How to participate ?
Registered participants must provide one of the two following documents:
- A technical report detailing their method provided along with the docker container
- A submission to the REMIA workshop of a paper detailing their report
Participants with submitted articles to the REMIA workshop and technical reports will be guaranteed to be cited in the future article summarizing the ATLAS challenge.
Using Docker containers
To avoid driver incompatibilities and memory limitations, all submitted Dockers must be
able to perform inference on the CPU
using a maximum memory of 32 GB. To prevent cheating, we will disable the
Internet connection during inference on the test images.
An example of a Dockerfile that can be used to build images with Python
is available here (Dockerfile
). In addition to installing
Python, it creates a Python virtual environment and installs some Python packages
(see requirements.txt
). Then, it defines a working
directory and copies some files (check_pytorch.py
,
my_network_infer.py
, unet.py
,
my_network.pt
) from the host (your machine) into
the image. When the image is executed a bash shell is run. The directory
structure should look like the following:
Get the Atlas Docker container
The Atlas Docker container is organized as follows:
- atlas-docker
- |____Dockerfile
- |____requirements.txt
- |____check_pytorch.py
- |____unet.py
- |____my_network_infer.py
- |____my_network.pt
- |____my_network_train.py
- |____MRIImages
-
- |____ im0.nii.gz
Check that everything goes well
Unzip the archive and, using a terminal, go to the atlas-docker
folder.
Then run the following command to build the image:
docker build -t name_of_your_image .
To see your newly built image, run
docker images
You should see an image named name_of_your_image
.
To create and run a new container from the newly built image, use the following command
docker run -it name_of_your_image
You should get inside the container in the /app
folder.
To check that Pytorch is installed correctly, you can run inside the container
in the /app folder
python3 check_pytorch.py
Infer on the CPU using the Docker image
After creating and training a network (my_network_train.py
) on GPU/CPU/TPU
etc.,
save your model to a file (my_network.pt
).
Then, create a CPU inference script such as my_network_infer.py
.
Note that the files my_network.pt
and my_network_infer.py
have
already been copied (see Dockerfile).
To be able to execute the inference script on an MRI image hosted on the local machine
(your computer), you need to mount the folder containing
the MRI images into the container. To do this, use the -v option when using docker run
docker run -v
absolute_host_machine_path_where_are_the_MRI_images:absolute_path_inside_the_container
-it name_of_your_image
For example,
docker run: docker run -v
absolute_host_machine_path_where_are_the_MRI_images:/app/MRIImages -it
name_of_your_image
As before, you should get inside the container in the /app
folder.
To run your inference script on an image, you can do
python3 my_network_infer.py -i MRIImages/name_of_the_MRI_image.nii.gz
-o MRIImages/output_network_image.nii.gz -s my_network.pt
It is the participant’s responsibility to create a development environment and other prerequisites besides GPU drivers, such as Conda, PyTorch, CUDA, CUDNN, and other tools.
Upload your docker
Participants are invited to submit their contributions by uploading a Docker archive. This archive should contain a Docker file that builds the image and a script that allows us to run the model on the test images.

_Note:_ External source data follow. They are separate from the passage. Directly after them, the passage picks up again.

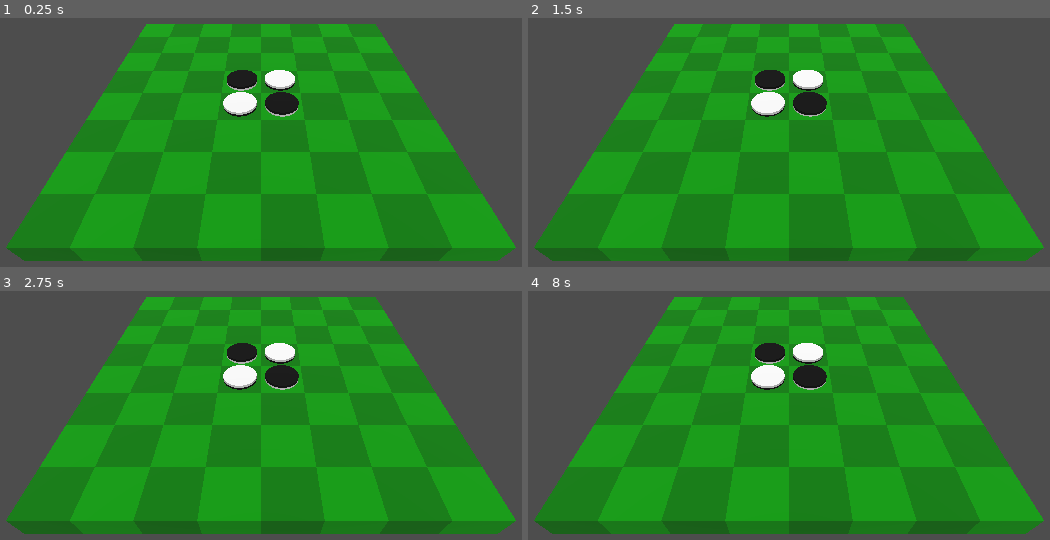
Above: before the commit, frames 1-4 (two rows, left to right).
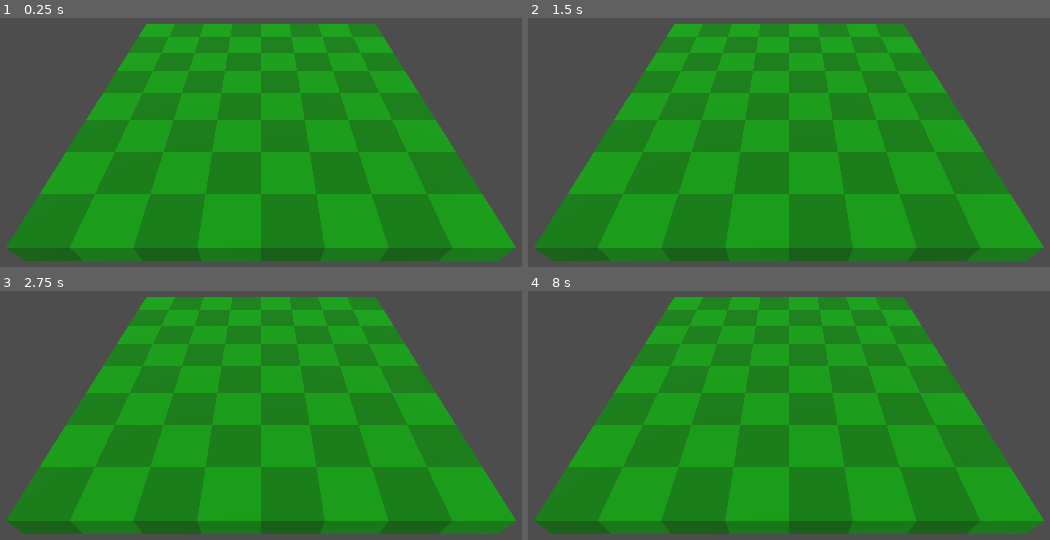
Above: after the commit, the same moments.

Repository: phrasmotica/othello
Game: Godot game, scene res://scenes/3d/game_3d.tscn
The game is run twice, just before and just after one commit, with the same random seed, the same clock (stepped at 60 frames per second) and the same inputs.
Inputs (mouse positions are in pixels of both pictures, inside the frame that each line leads up to):
- Up to frame 1 (0.25 s): no input
- Up to frame 2 (1.5 s): move the mouse to (966, 112) at 0.52 s; move the mouse to (627, 157) at 1.27 s
- Up to frame 3 (2.75 s): move the mouse to (339, 308) at 2.02 s
- Up to frame 4 (8 s): move the mouse to (747, 497) at 2.77 s; move the mouse to (1029, 475) at 3.52 s; move the mouse to (548, 340) at 4.27 s; move the mouse to (830, 408) at 5.02 s; tap Enter at 5.75, 7.25 s; move the mouse to (668, 295) at 5.77 s; tap Space at 6.5 s; move the mouse to (966, 385) at 6.52 s; move the mouse to (627, 430) at 7.27 s

The runs differ from the first frame. In frame 1, 1.8% of the frame differs, in the area x 42-58%, y 20-40%; in frame 2, 1.8%; in frame 3, 1.8%; in frame 4, 1.8%.

Commit message:
Remove some unused members in Counter3D script

Diff:
--- a/scenes/3d/counter_3d.tscn
+++ b/scenes/3d/counter_3d.tscn
@@ -1,8 +1,6 @@
-[gd_scene load_steps=5 format=3 uid="uid://cfqujlwguvw4b"]
+[gd_scene load_steps=3 format=3 uid="uid://cfqujlwguvw4b"]
 
 [ext_resource type="Script" path="res://scripts/3d/counter_3d.gd" id="1_dcfqh"]
-[ext_resource type="CylinderMesh" uid="uid://bnhdorgfwot3l" path="res://meshes/counter_3d_black_mesh.tres" id="1_froc0"]
-[ext_resource type="CylinderMesh" uid="uid://bqssxu8kjeyu6" path="res://meshes/counter_3d_white_mesh.tres" id="3_w4u8o"]
 
 [sub_resource type="CylinderShape3D" id="CylinderShape3D_ijrpa"]
 height = 0.125
@@ -13,8 +11,6 @@
 contact_monitor = true
 max_contacts_reported = 10
 script = ExtResource("1_dcfqh")
-black_counter_mesh = ExtResource("1_froc0")
-white_counter_mesh = ExtResource("3_w4u8o")
 
 [node name="CollisionShape3D" type="CollisionShape3D" parent="."]
 shape = SubResource("CylinderShape3D_ijrpa")
--- a/scripts/3d/counter_3d.gd
+++ b/scripts/3d/counter_3d.gd
@@ -1,5 +1,8 @@
 @tool
 class_name Counter3D extends RigidBody3D
+
+@export
+var debug_name := ""
 
 @export
 var is_white: bool:
@@ -9,16 +12,7 @@
 		flip_if_needed()
 
 @export
-var debug_name := ""
-
-@export
 var prevent_tweening := false
-
-@export
-var black_counter_mesh: CylinderMesh
-
-@export
-var white_counter_mesh: CylinderMesh
 
 @onready
 var counter_halves: Node3D = %CounterHalves

Each participant is authorized to submit three times their models. The best performance over the two submissions will be retained.

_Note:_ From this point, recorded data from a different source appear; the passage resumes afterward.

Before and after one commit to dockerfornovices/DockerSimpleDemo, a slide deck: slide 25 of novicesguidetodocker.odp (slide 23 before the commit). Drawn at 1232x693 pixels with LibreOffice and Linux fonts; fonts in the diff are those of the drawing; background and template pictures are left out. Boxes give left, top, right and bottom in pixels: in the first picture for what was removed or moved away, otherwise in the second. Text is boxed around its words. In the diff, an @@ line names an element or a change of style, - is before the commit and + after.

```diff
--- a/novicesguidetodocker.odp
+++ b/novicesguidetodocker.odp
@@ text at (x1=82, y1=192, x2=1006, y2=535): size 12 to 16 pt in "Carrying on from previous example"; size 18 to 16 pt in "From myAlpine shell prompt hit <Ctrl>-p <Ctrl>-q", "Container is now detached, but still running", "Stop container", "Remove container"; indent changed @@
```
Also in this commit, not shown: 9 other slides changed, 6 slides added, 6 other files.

Upload your technical report
Participants are invited to upload a technical report detailing their method provided along with the docker container if they do not submit a paper to to the REMIA workshop.
Metrics
Evaluation of the algorithms will be done on the test set using the provided docker container by the participants. Five different metrics will be used:
- The average dice per structure
- The 5mm surface Dice
- The Average symmetric surface distance
- The Hausdorff distance
- The Root Mean Square Error on tumor burden calculation
Every metric except for the tumor burden will be calculated twice, once for the whole liver (healthy liver + unhealthy liver) and once for the tumor. The code that allows metric calculations is provided with the dataset.
Rank-then-aggregate voting system over the nine scores obtained by the participants will be used to compute the ranking.